Aim of the task: Please copy out every line of the listing below in which the word "points" appears.
============================================================
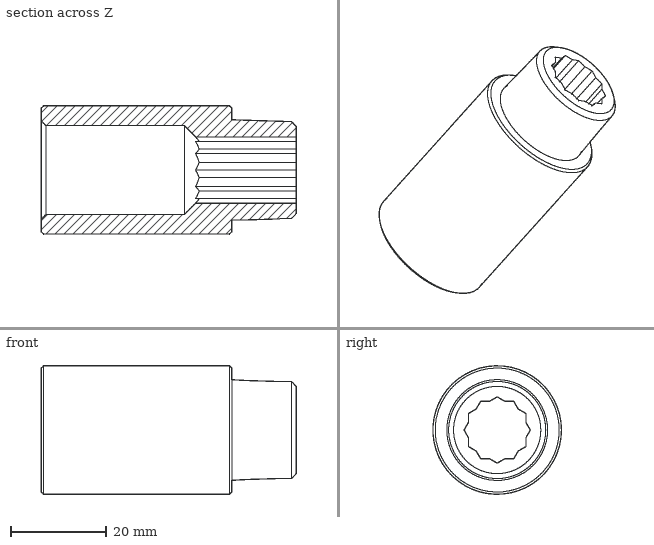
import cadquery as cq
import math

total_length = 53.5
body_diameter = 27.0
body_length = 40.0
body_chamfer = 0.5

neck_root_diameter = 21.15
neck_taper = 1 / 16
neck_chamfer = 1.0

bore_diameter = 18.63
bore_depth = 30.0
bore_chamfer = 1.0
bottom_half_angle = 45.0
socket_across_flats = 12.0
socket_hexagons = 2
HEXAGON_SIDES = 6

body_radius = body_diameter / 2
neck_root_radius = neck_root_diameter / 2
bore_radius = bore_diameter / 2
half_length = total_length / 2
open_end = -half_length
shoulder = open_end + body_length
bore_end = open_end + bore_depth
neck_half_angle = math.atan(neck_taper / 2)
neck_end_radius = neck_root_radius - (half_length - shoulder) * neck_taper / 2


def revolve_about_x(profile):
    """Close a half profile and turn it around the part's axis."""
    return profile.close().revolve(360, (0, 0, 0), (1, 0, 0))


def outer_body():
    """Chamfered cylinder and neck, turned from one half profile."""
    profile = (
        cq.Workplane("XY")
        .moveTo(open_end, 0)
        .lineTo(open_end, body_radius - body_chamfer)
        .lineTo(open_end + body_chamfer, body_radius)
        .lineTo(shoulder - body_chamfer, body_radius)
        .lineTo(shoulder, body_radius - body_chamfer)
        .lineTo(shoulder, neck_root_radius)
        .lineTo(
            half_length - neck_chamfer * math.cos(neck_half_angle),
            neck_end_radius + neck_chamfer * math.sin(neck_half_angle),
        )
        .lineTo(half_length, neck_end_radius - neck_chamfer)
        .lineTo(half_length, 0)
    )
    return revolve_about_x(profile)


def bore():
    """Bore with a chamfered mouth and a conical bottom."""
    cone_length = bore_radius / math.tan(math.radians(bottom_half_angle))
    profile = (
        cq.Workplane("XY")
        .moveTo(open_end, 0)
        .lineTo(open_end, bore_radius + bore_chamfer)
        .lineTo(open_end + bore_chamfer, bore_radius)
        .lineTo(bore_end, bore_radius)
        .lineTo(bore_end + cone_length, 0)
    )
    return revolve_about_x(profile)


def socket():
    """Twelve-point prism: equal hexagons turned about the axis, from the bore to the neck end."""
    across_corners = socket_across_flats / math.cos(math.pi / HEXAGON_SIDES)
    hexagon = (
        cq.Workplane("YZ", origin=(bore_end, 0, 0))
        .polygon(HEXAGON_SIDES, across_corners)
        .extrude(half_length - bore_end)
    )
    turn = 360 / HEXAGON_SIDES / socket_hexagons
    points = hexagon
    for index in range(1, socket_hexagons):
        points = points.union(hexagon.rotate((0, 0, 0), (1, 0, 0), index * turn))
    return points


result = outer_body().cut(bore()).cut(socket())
============================================================
Answer section:
    points = hexagon
        points = points.union(hexagon.rotate((0, 0, 0), (1, 0, 0), index * turn))
    return points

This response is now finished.